In ablations, removing any component—segment localization, snippet selection, or keyframe refinement—leads to measurable performance and efficiency degradation, empirically justifying the progressive design. Combining image and caption modalities for MLLM input further boosts accuracy (to 85.2% on NExT-QA). Global, temporally-ordered keyframe refinement evidences superior yield compared to independent or sequential approaches.

Comparative Analysis

ProVCA diverges from prior agent-based approaches in its query-specific, progressively refined temporal sampling. Contrasted with uniform or heuristic frame selection (e.g., IG-VLM, LVNet) and with tree-based clustering (e.g., VideoTree), ProVCA’s design enables superior focus on query-relevant evidence while minimizing MLLM compute.

Key strong results:

• ProVCA outperforms VideoTree, LVNet, and Tarsier family models—even with fewer frames and using the same MLLM (GPT-4o).
• The combination of image and caption features maximizes MLLM reasoning capacity within a reduced context.
• The condensation mechanism is demonstrably the critical driver of the observed performance gains, not merely model scaling or MLLM input format.

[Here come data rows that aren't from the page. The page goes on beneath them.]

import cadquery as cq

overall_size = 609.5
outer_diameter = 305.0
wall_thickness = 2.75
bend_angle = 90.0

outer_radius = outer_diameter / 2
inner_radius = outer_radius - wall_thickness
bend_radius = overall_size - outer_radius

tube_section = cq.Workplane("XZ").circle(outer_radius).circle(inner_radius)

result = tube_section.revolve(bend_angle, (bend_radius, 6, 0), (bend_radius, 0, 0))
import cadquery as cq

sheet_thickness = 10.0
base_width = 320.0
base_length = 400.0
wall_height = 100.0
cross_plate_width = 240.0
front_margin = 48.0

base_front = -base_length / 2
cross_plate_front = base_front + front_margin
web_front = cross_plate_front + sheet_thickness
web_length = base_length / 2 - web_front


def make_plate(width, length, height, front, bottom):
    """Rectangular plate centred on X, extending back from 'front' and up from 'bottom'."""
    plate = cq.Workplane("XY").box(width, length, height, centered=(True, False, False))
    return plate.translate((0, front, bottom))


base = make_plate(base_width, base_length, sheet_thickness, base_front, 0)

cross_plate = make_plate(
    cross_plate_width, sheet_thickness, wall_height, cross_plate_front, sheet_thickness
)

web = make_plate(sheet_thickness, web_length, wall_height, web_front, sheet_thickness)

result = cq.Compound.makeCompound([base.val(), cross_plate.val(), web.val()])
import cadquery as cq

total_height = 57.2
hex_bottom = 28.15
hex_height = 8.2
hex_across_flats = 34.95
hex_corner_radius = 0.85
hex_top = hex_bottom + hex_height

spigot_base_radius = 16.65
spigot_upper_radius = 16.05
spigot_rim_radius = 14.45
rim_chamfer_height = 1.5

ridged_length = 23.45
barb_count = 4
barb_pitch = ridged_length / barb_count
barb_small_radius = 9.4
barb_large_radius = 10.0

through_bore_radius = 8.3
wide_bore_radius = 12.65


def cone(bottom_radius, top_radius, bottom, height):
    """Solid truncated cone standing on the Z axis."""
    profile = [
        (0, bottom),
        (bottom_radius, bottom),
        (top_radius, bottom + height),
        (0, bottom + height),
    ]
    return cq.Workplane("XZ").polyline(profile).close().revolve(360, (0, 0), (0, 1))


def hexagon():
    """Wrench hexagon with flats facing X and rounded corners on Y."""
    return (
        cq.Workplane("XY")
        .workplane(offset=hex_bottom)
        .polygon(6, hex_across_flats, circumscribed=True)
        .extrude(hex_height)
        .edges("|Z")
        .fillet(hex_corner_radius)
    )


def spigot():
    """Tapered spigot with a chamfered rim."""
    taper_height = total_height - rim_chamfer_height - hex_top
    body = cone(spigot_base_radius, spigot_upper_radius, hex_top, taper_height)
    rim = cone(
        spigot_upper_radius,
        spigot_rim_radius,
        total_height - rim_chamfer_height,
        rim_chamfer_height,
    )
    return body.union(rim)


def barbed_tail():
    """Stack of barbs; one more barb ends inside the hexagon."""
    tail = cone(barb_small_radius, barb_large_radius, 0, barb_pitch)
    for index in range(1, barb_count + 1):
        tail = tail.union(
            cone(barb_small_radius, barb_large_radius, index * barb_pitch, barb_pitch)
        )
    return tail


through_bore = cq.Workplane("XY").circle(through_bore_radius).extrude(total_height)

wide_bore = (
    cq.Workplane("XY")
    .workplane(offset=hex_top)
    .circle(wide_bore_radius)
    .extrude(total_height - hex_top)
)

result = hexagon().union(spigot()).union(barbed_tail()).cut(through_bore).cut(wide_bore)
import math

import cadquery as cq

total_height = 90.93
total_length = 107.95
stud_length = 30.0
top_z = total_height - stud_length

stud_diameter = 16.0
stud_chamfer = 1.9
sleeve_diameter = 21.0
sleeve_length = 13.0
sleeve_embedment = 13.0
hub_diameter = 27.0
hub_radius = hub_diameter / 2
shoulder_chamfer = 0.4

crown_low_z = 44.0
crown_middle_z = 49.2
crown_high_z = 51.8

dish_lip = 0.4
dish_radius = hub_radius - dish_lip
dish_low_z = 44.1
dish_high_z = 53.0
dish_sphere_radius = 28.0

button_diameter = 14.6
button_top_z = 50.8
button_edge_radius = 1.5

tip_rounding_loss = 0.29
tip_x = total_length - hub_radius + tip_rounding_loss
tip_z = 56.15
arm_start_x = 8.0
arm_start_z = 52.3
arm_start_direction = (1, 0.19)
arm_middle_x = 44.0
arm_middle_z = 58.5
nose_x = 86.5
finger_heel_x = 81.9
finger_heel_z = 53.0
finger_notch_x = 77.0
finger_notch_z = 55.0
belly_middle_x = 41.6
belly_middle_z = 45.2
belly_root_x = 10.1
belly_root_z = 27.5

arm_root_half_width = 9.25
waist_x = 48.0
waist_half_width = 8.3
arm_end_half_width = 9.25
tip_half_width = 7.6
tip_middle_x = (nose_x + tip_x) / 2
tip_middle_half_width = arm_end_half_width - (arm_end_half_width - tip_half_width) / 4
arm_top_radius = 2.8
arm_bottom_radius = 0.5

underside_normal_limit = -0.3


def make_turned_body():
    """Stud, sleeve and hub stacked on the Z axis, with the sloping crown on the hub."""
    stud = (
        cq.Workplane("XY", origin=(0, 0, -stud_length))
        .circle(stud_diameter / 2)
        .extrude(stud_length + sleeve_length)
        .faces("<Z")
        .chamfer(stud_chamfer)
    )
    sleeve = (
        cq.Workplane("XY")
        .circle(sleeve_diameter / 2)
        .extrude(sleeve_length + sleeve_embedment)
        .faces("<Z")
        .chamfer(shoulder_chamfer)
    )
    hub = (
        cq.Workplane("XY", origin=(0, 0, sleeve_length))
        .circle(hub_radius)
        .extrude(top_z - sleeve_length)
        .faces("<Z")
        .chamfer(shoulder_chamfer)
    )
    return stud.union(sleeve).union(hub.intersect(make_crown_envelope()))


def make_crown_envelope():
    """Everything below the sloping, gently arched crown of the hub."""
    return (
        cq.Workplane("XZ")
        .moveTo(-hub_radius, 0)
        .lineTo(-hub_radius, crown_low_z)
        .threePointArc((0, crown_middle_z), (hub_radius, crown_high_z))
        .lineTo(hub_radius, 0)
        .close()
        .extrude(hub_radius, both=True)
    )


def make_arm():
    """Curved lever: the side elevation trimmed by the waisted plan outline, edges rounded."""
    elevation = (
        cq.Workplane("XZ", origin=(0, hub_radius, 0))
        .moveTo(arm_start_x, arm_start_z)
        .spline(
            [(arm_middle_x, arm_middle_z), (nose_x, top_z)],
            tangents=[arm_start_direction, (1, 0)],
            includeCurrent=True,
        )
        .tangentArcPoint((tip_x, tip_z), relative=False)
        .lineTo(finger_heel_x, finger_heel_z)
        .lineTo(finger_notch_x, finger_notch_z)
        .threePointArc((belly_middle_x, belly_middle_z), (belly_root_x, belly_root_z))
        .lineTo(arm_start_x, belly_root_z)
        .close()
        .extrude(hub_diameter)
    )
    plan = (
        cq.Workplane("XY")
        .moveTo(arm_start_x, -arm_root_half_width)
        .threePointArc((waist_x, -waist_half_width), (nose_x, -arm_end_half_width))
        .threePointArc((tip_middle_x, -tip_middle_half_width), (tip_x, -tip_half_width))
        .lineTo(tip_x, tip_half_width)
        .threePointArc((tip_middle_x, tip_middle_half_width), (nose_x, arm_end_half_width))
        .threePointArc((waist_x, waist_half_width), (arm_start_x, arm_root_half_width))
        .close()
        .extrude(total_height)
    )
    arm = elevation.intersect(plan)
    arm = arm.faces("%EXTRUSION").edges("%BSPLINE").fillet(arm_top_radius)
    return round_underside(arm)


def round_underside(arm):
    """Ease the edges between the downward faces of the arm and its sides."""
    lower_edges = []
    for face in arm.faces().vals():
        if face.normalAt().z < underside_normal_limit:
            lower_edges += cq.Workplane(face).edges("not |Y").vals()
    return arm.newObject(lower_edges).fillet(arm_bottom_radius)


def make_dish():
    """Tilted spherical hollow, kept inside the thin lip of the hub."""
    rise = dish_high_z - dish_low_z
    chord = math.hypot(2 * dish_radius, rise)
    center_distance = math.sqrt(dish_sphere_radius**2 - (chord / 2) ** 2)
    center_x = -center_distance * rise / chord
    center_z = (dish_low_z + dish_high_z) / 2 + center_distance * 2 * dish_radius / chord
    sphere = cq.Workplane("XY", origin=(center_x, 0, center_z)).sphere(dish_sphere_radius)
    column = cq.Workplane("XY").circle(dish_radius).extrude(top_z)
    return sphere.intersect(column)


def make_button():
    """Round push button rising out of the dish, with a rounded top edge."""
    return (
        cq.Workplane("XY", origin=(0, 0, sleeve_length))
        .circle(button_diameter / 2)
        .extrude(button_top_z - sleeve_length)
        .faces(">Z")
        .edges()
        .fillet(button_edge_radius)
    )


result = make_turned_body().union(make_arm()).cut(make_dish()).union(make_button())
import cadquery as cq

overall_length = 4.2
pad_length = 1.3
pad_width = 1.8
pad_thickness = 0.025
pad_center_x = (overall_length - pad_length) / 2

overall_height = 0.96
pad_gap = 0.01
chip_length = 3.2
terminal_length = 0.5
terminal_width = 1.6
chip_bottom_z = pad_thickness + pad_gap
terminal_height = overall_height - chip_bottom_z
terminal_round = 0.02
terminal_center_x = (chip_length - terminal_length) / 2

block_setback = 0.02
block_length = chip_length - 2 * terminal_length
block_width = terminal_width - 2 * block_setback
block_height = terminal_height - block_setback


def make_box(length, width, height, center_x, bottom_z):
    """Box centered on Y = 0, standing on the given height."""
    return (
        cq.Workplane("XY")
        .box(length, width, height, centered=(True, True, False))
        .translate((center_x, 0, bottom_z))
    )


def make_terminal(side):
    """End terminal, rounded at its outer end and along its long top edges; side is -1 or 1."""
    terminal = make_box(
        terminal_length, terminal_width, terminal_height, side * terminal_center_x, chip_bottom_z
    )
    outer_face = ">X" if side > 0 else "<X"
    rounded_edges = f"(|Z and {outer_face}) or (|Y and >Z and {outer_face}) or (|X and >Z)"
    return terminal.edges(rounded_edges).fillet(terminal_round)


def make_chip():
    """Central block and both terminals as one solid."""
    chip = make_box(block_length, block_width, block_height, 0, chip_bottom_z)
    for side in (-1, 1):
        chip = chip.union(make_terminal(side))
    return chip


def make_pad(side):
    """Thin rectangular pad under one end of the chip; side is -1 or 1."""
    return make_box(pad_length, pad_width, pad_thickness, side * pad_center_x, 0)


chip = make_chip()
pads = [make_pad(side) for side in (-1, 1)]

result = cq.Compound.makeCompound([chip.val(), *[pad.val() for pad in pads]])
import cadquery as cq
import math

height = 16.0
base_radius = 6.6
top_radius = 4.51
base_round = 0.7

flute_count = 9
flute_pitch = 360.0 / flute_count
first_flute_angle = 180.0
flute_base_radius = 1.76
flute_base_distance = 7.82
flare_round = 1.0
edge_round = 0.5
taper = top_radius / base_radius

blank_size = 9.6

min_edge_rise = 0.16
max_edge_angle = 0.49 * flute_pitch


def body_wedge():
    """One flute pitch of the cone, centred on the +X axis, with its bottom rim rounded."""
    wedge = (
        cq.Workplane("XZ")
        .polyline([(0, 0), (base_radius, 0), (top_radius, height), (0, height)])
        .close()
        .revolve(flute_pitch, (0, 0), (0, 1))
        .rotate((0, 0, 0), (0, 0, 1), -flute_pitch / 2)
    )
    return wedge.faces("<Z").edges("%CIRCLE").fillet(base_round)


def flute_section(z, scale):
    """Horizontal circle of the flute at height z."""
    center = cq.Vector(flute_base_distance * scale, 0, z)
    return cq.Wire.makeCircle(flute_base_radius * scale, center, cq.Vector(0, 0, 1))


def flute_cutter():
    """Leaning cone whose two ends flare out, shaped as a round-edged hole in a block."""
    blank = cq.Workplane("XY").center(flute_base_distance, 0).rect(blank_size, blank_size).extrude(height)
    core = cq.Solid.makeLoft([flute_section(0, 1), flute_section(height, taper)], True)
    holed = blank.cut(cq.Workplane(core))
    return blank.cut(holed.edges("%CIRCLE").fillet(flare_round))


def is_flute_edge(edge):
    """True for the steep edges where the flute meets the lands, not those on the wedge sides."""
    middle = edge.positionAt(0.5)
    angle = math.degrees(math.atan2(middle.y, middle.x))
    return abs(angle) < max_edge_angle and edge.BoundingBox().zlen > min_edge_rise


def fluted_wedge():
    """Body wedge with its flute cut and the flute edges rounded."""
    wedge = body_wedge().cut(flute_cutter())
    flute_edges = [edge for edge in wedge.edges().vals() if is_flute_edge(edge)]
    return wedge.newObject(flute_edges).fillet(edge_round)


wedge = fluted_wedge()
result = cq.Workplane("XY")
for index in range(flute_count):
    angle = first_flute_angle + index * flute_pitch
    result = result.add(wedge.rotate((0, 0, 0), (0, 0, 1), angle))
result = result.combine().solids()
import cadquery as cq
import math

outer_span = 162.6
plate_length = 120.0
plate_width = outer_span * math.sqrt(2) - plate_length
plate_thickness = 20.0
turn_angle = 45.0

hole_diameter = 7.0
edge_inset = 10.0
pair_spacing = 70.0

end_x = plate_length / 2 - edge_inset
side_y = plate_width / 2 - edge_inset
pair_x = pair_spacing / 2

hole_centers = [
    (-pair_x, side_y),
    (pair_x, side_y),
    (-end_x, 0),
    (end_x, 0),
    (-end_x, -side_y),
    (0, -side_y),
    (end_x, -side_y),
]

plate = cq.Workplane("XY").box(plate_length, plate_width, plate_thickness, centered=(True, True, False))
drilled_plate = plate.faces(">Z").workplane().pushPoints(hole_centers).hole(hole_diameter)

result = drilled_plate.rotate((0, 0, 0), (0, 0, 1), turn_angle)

Theoretical and Practical Implications

ProVCA offers a paradigm shift for MLLM-based video reasoning: it frames long-form video understanding as a cognitively motivated, hierarchical, and query-aware reading comprehension task in the visual modality. The progressive condensation approach sets a precedent for using agentic, multimodal selection strategies that align with both the intrinsic locality of video semantics and with the computational constraints imposed by current MLLM architectures.

Practically, ProVCA enables scalable deployment of video reasoning agents on real-world long-form video content, with broad applicability for video surveillance, human activity analysis, and content retrieval. Theoretically, the approach suggests that MLLM-based pipelines may generally benefit from tight integration of progressive, semantic content selection and cross-modal abstraction routines.

Future Directions

Future development may explore end-to-end optimization of condensation and reasoning steps, integration with memory-augmented MLLM architectures, adaptation to streaming or incrementally growing video contexts, and joint modeling of query, video, and answer spaces for more general instruction-following agents. Extensions to multi-agent collaboration and open-ended instruction sets based on dynamic progressive condensation frameworks are also promising research avenues.

Conclusion

ProVCA substantiates a robust and efficient new baseline for long-form video understanding with MLLMs, advancing both state-of-the-art zero-shot accuracy and compute efficiency. By directly leveraging the reasoning capabilities of advanced MLLMs through progressive segment, snippet, and keyframe condensation, the framework enables scalable, high-fidelity video QA and sets a solid foundation for future multimodal agent research in long-context spatiotemporal understanding (2604.02891).